__Aim of the exercise__:
I'd like the entries reproduced exactly, with the images omitted.

__Exercise inputs__:
*** Block opens ***
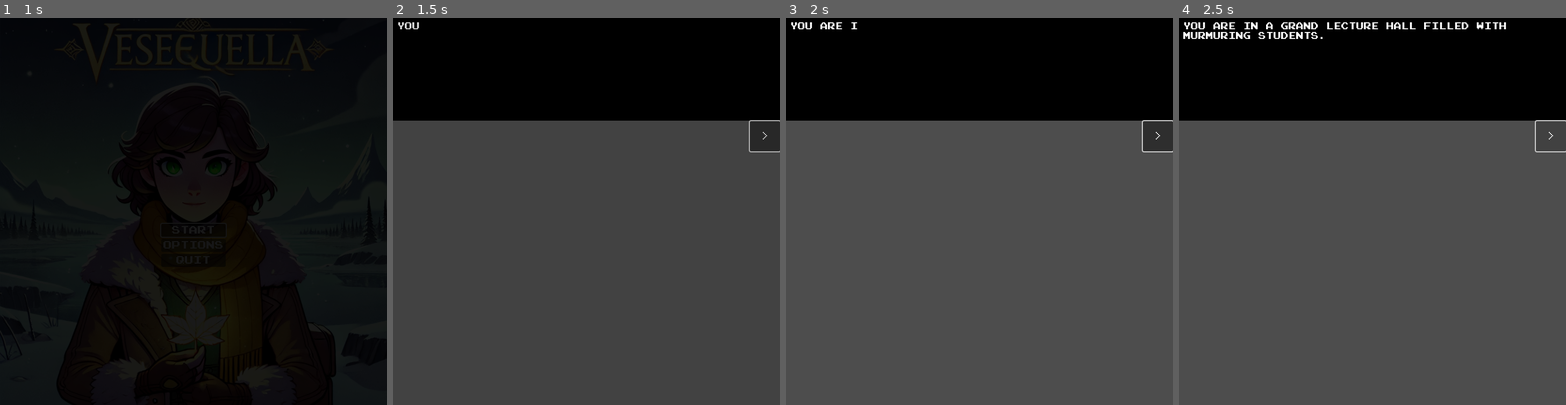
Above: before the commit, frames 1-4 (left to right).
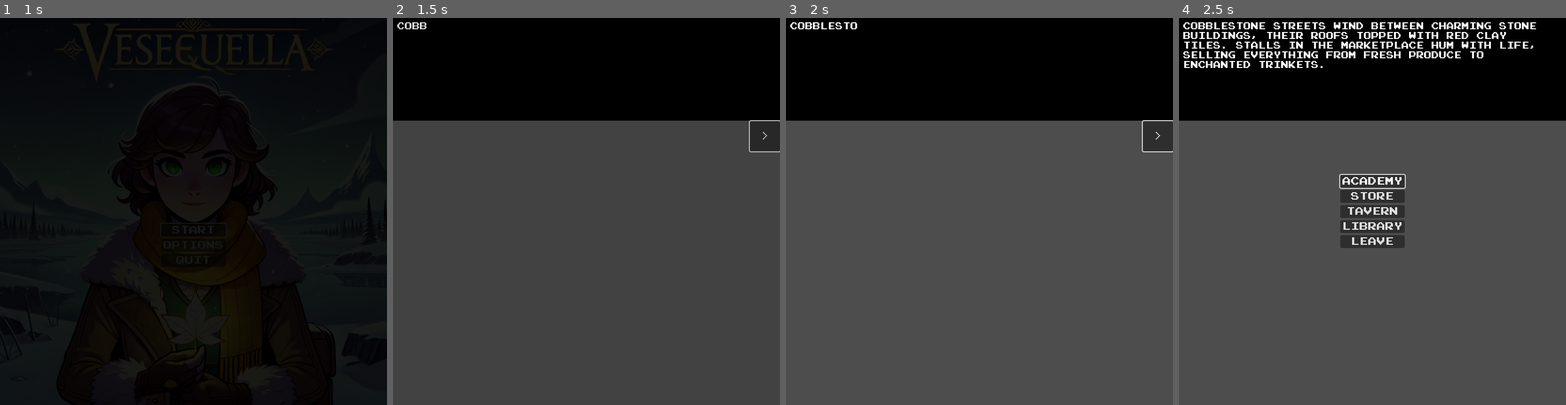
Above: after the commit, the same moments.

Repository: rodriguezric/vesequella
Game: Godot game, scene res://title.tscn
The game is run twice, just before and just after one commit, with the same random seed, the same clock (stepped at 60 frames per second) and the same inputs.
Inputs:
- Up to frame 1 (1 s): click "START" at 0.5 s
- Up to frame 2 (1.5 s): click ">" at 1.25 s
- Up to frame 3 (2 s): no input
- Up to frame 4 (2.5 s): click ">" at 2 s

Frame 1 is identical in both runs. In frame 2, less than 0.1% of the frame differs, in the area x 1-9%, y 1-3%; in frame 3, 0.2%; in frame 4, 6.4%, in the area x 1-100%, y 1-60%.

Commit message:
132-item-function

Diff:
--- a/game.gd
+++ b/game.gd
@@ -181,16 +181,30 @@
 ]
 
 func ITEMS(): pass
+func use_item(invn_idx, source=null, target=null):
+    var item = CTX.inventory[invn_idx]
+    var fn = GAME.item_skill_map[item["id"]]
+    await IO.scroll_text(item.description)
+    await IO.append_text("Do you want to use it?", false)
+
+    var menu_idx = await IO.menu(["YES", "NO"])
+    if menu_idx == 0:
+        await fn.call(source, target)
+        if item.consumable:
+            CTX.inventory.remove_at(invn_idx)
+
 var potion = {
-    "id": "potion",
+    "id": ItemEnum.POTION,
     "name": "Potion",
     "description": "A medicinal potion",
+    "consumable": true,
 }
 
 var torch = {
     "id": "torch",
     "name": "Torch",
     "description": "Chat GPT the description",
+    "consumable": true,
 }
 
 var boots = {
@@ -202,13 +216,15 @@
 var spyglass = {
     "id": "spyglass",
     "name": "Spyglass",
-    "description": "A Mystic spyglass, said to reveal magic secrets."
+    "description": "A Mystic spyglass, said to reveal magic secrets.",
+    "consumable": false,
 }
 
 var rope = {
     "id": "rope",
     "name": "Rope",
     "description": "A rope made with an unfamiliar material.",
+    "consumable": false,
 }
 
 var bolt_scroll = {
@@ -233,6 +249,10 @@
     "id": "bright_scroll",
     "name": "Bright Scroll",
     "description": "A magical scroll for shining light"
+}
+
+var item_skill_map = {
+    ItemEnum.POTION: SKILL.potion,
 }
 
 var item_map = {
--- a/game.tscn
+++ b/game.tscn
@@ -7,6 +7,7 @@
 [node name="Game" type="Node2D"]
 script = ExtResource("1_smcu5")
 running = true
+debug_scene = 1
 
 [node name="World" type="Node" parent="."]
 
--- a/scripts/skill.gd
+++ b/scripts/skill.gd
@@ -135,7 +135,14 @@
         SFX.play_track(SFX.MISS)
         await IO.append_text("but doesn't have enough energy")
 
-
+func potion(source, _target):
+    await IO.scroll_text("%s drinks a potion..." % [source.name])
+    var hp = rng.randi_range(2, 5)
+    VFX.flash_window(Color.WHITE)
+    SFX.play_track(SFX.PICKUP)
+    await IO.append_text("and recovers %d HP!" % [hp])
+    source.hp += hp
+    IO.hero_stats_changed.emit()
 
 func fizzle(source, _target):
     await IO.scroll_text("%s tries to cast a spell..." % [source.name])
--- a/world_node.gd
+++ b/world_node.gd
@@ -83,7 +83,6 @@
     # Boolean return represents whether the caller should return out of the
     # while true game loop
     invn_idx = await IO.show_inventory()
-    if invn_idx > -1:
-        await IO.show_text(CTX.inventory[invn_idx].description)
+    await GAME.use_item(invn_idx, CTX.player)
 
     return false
*** Block closes ***
__Response to this task__:
Above: before the commit, frames 1-4 (left to right).
Above: after the commit, the same moments.

Repository: rodriguezric/vesequella
Game: Godot game, scene res://title.tscn
The game is run twice, just before and just after one commit, with the same random seed, the same clock (stepped at 60 frames per second) and the same inputs.
Inputs:
- Up to frame 1 (1 s): click "START" at 0.5 s
- Up to frame 2 (1.5 s): click ">" at 1.25 s
- Up to frame 3 (2 s): no input
- Up to frame 4 (2.5 s): click ">" at 2 s

Frame 1 is identical in both runs. In frame 2, less than 0.1% of the frame differs, in the area x 1-9%, y 1-3%; in frame 3, 0.2%; in frame 4, 6.4%, in the area x 1-100%, y 1-60%.

Commit message:
132-item-function

Diff:
--- a/game.gd
+++ b/game.gd
@@ -181,16 +181,30 @@
 ]
 
 func ITEMS(): pass
+func use_item(invn_idx, source=null, target=null):
+    var item = CTX.inventory[invn_idx]
+    var fn = GAME.item_skill_map[item["id"]]
+    await IO.scroll_text(item.description)
+    await IO.append_text("Do you want to use it?", false)
+
+    var menu_idx = await IO.menu(["YES", "NO"])
+    if menu_idx == 0:
+        await fn.call(source, target)
+        if item.consumable:
+            CTX.inventory.remove_at(invn_idx)
+
 var potion = {
-    "id": "potion",
+    "id": ItemEnum.POTION,
     "name": "Potion",
     "description": "A medicinal potion",
+    "consumable": true,
 }
 
 var torch = {
     "id": "torch",
     "name": "Torch",
     "description": "Chat GPT the description",
+    "consumable": true,
 }
 
 var boots = {
@@ -202,13 +216,15 @@
 var spyglass = {
     "id": "spyglass",
     "name": "Spyglass",
-    "description": "A Mystic spyglass, said to reveal magic secrets."
+    "description": "A Mystic spyglass, said to reveal magic secrets.",
+    "consumable": false,
 }
 
 var rope = {
     "id": "rope",
     "name": "Rope",
     "description": "A rope made with an unfamiliar material.",
+    "consumable": false,
 }
 
 var bolt_scroll = {
@@ -233,6 +249,10 @@
     "id": "bright_scroll",
     "name": "Bright Scroll",
     "description": "A magical scroll for shining light"
+}
+
+var item_skill_map = {
+    ItemEnum.POTION: SKILL.potion,
 }
 
 var item_map = {
--- a/game.tscn
+++ b/game.tscn
@@ -7,6 +7,7 @@
 [node name="Game" type="Node2D"]
 script = ExtResource("1_smcu5")
 running = true
+debug_scene = 1
 
 [node name="World" type="Node" parent="."]
 
--- a/scripts/skill.gd
+++ b/scripts/skill.gd
@@ -135,7 +135,14 @@
         SFX.play_track(SFX.MISS)
         await IO.append_text("but doesn't have enough energy")
 
-
+func potion(source, _target):
+    await IO.scroll_text("%s drinks a potion..." % [source.name])
+    var hp = rng.randi_range(2, 5)
+    VFX.flash_window(Color.WHITE)
+    SFX.play_track(SFX.PICKUP)
+    await IO.append_text("and recovers %d HP!" % [hp])
+    source.hp += hp
+    IO.hero_stats_changed.emit()
 
 func fizzle(source, _target):
     await IO.scroll_text("%s tries to cast a spell..." % [source.name])
--- a/world_node.gd
+++ b/world_node.gd
@@ -83,7 +83,6 @@
     # Boolean return represents whether the caller should return out of the
     # while true game loop
     invn_idx = await IO.show_inventory()
-    if invn_idx > -1:
-        await IO.show_text(CTX.inventory[invn_idx].description)
+    await GAME.use_item(invn_idx, CTX.player)
 
     return false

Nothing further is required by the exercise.